Kagan wrote in her master’s thesis at Oxford that “[J]udges will often try to mold and steer the law in order to promote certain ethical values and achieve certain social ends.  Such activity is not necessarily wrong or invalid.”  Years later, when challenged on these remarks, she brushed them aside, claiming she was just a “dumb” 23-year-old at the time.  (Question: Was Obama just a dumb 45-year-old when he was still attending Reverend Jeremiah Wright’s racist sermons at Trinity United Church of Christ?)

Kagan once paraphrased her boss Supreme Court Justice Thurgood Marshall’s view that interpretation of the Constitution “demanded that the courts show a special solicitude for the despised and disadvantaged.”  Great!  Does that mean she’s on the side of corporations (the despised) and inner-city residents who want to protect themselves with handguns from break-ins (the disadvantaged)?

That’s probably a no on corporations, since as Obama’s solicitor general Kagan argued the losing position in the Citizens United v. Federal Elections Commission (2010) case.  Kagan argued that corporate-sponsored pamphlets and posters could be banned before elections, because they violate campaign finance regulations.  She also claimed with a straight face that it was OK to ban books containing endorsements of candidates for public office before elections, because the FEC won’t actually enforce the ban.

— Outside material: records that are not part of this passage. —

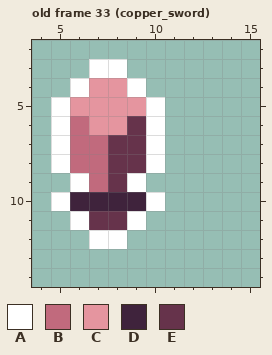
Pixel-art file, stored at public/assets/images/items.aseprite. Above, as it was before the edit.
16x16 pixels, 41 frames. Shown: old frame 33 (copper_sword): x 4..15, y 2..14. The commit also changed other frames, which this record leaves out.
Palette (. is transparent): A #ffffff  B #c16a7d  C #e5959f  D #3f233c  E #66334b
Pixels before, old frame 33 (copper_sword), first column x 5:
 3 ..AA..
 4 .ACCA.
 5 ACCCCA
 6 ABCCEA
 7 ABBEEA
 8 ABBEEA
 9 .ABEA.
10 ADDDDA
11 .AEEA.
12 ..AA..
The result:
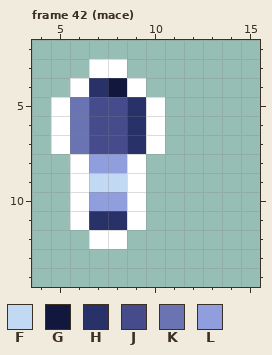
Colours new in this view: F #c1d9f2  G #12173d  H #293268  J #464b8c  K #6b74b2  L #909edd
A new or re-ordered frame is compared with the old frame closest to it.
Commit message: feat: mace 아이템 추가 및 관련 리소스 업데이트, 배경 및 전경 레이어 추가
What changed:
frames 41 -> 43
Changed rows in their new state; - is an unchanged pixel.
Frame 42 (mace) is new; against old frame 33 (copper_sword), layer "Layer":
first column x 5:
 4 --HG--
 5 -KJJH-
 6 -KJJH-
 7 -KJJH-
 8 .ALLA.
 9 --FF--
10 .ALLA.
11 --HH--
Boxes around the changes in both pictures, in picture pixels (x1, y1, x2, y2):
changed: (51, 78, 165, 230)
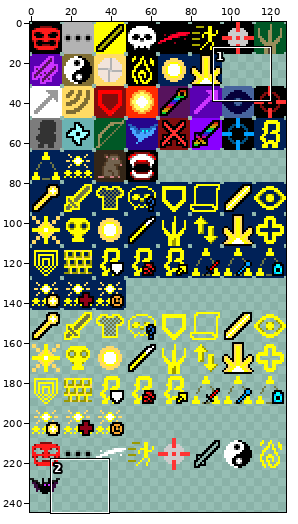
Edited in one commit: sprite sheet (core/src/main/assets/interfaces/hero_icons.png). The picture above shows the old version from afar; the outline marks the close-up.
Close-up. The starting point:
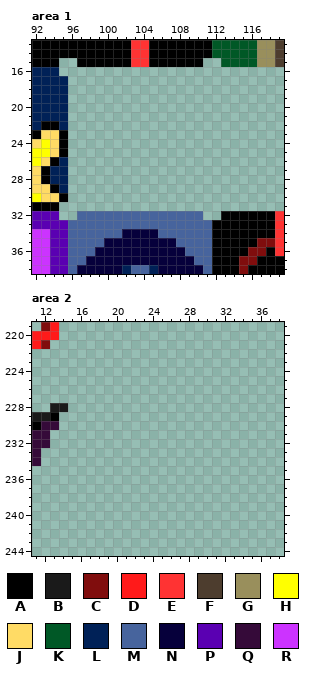
The file is 128x256 pixels. Colours within 5 levels of each other are drawn and written as one. Shown: area 1: x 92..119, y 13..38; area 2: x 11..38, y 219..244. The wide view leaves out empty margins.
Palette (. is transparent): A #000000  B #1a1a1a  C #800d0d  D #ff1a1a  E #ff3333  F #4d3d2e  G #998f5c  H #ffff00  J #ffdb65  K #005826  L #002157  M #47649d  N #06003b  P #5a00b2  Q #350a39  R #cc33ff
Pixels before, area 1, first column x 92:
13 AAAAAAAAAAAEEAAAAAAAKKKKKGGF
14 AAAAAAAAAAAEEAAAAAAAKKKKKGGF
15 AAA..AAAAAAEEAAAAAA..KKKKGGF
16 LLL.........................
17 LLLL........................
18 LLLL........................
19 LLLL........................
20 LLLL........................
21 LLLL........................
22 LAAL........................
23 AJJA........................
24 JHJA........................
25 HHJA........................
26 HJAL........................
27 JALL........................
28 JALL........................
29 JJAL........................
30 HJJA........................
31 AAA.........................
32 PPP..MMMMMMMMMMMMMM..AAAAAAE
33 PPPPMMMMMMMMMMMMMMMMAAAAAAAE
34 RRPPMMMMMMNNNNMMMMMMAAAAAAAE
35 RRPPMMMMNNNNNNNNMMMMAAAAACCE
36 RRPPMMMNNNNNNNNNNMMMAAAACCAE
37 RRPPMMNNNNNNNNNNNNMMAAACCAAA
38 RRPPMNNNNNLMMLNNNNNMAAACAAAA
Pixels before, area 2, first column x 11:
219 .CD.
220 DDD.
221 DC..
222 ....
223 ....
224 ....
225 ....
226 ....
227 ....
228 ..BB
229 BBA.
230 AQQ.
231 QQ..
232 QQ..
233 Q...
234 Q...
And afterwards:
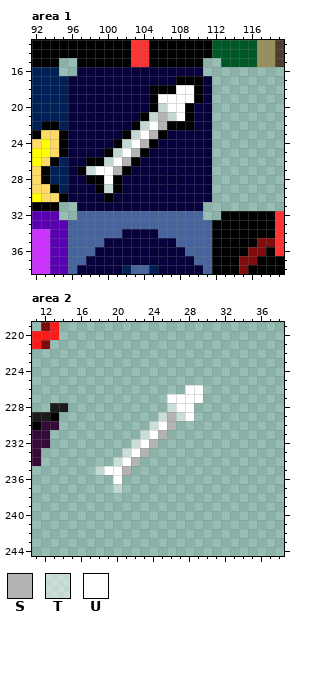
Colours new in this view: S #b3b3b3  T #ffffff7f  U #ffffff
What changed:
{"where": "area 1"}
{"y":16,"x":97,"old":"..............","new":"NNNNNNNNNNNNNN"}
{"y":17,"x":96,"old":"................","new":"NNNNNNNNNNNNAAAN"}
{"y":18,"x":96,"old":"................","new":"NNNNNNNNNAAAUUAN"}
{"y":19,"x":96,"old":"................","new":"NNNNNNNNNAUUUUAN"}
{"y":20,"x":96,"old":"................","new":"NNNNNNNNNATUUANN"}
{"y":21,"x":96,"old":"................","new":"NNNNNNNNATSTUANN"}
{"y":22,"x":96,"old":"................","new":"NNNNNNNATUSAAANN"}
{"y":23,"x":96,"old":"................","new":"NNNNNNATUSANNNNN"}
{"y":24,"x":96,"old":"................","new":"NNNNNATUSANNNNNN"}
{"y":25,"x":96,"old":"................","new":"NNNNATUSANNNNNNN"}
{"y":26,"x":96,"old":"................","new":"NNAATUSANNNNNNNN"}
{"y":27,"x":96,"old":"................","new":"NATUUSANNNNNNNNN"}
{"y":28,"x":96,"old":"................","new":"NNAAUANNNNNNNNNN"}
{"y":29,"x":96,"old":"................","new":"NNNATANNNNNNNNNN"}
{"y":30,"x":96,"old":"................","new":"NNNNANNNNNNNNNNN"}
{"y":31,"x":97,"old":"..............","new":"NNNNNNNNNNNNNN"}
{"where": "area 2"}
{"y":226,"x":28,"old":"..","new":"UU"}
{"y":227,"x":26,"old":"....","new":"UUUU"}
{"y":228,"x":26,"old":"...","new":"TUU"}
{"y":229,"x":25,"old":"....","new":"TSTU"}
{"y":230,"x":24,"old":"...","new":"TUS"}
{"y":231,"x":23,"old":"...","new":"TUS"}
{"y":232,"x":22,"old":"...","new":"TUS"}
{"y":233,"x":21,"old":"...","new":"TUS"}
{"y":234,"x":20,"old":"...","new":"TUS"}
{"y":235,"x":18,"old":"....","new":"TUUS"}
{"y":236,"x":20,"old":".","new":"U"}
{"y":237,"x":20,"old":".","new":"T"}
{"label":"added","picture_box":[68,67,212,211]}
{"label":"added","picture_box":[95,385,203,493]}

Some have argued that the stances Kagan has taken as solicitor general reveal nothing about her personal views, because she is required by her job to argue the government’s position.  Yes, but was she required to accept jobs clerking for Marshall, strategizing for President Bill Clinton, and shilling for President Barack Obama?  Is it unfair to intuit that she’s a bit more comfortable implementing the visions of these liberal lions than she would be, say, clerking for Clarence Thomas?

When Obama nominated Kagan for the post of solicitor general, he boasted that she had chosen Citizens United as the first case she wanted to argue if confirmed.  So I think it’s safe to say that many of Obama’s predilections are near and dear to her heart.

And that’s probably a no on guns, since as Marshall’s assistant decades ago Kagan urged him not to hear a Washington, D.C. resident’s appeal of his conviction for owning an unlicensed handgun.  When the defendant argued that the D.C. gun ban violated his Second Amendment rights—a decision, by the way, upheld by the Supreme Court in District of Columbia v. Heller (2008) and McDonald v. Chicago (2010)—Kagan snippily replied, “I’m not sympathetic.”

Weak-kneed conservatives keep telling us we should be quiet and support Kagan’s nomination (which is exactly what they said about Sonia Sotomayor’s nomination last summer), because she’s only replacing another departing liberal, Justice John Paul Stevens (which is exactly what they said about Justice David Souter last summer).  OK, but since when did conservatives’ Supreme Court standard stop aiming for 9 defenders of the Constitution and start settling for 4.5?

Former Wall Street Journal assistant managing editor Tunku Varadarajan gushed that in the opening statement of Kagan’s hearings she spoke “with a face that was tilted at an appropriately deferential angle, and with a voice that betrayed—to my delight—the vowels of Manhattan’s Upper West Side.  (She sounded, let us say, like a wise Ashkenazi woman.)”  That and five originalists will get you a constitutional decision!  To Kagan’s credit, at least bloggers haven’t unearthed speeches in which she announced that better rulings would presumably be made by a wise Ashkenazi woman than a Gentile man.

The RINO herd keeps telling us we shouldn’t oppose Kagan, because then venerated liberals will paint us as stubborn and argumentative.  These are the same liberals, you will remember, who last year called town hall protestors racist, two-year-old teabaggers for opposing ObamaCare.

As gratifying as D.C. v. Heller, Citizens United, and McDonald v. Chicago were, here is why conservatives must oppose Kagan’s confirmation: because we can’t afford any more such 5-4 nail-biters, to say nothing of epic disasters we have surrendered like Rasul v. Bush (2004), Kelo v. City of New London (2005), Hamdan v. Rumsfeld (2006), and Massachusetts v. EPA (2007).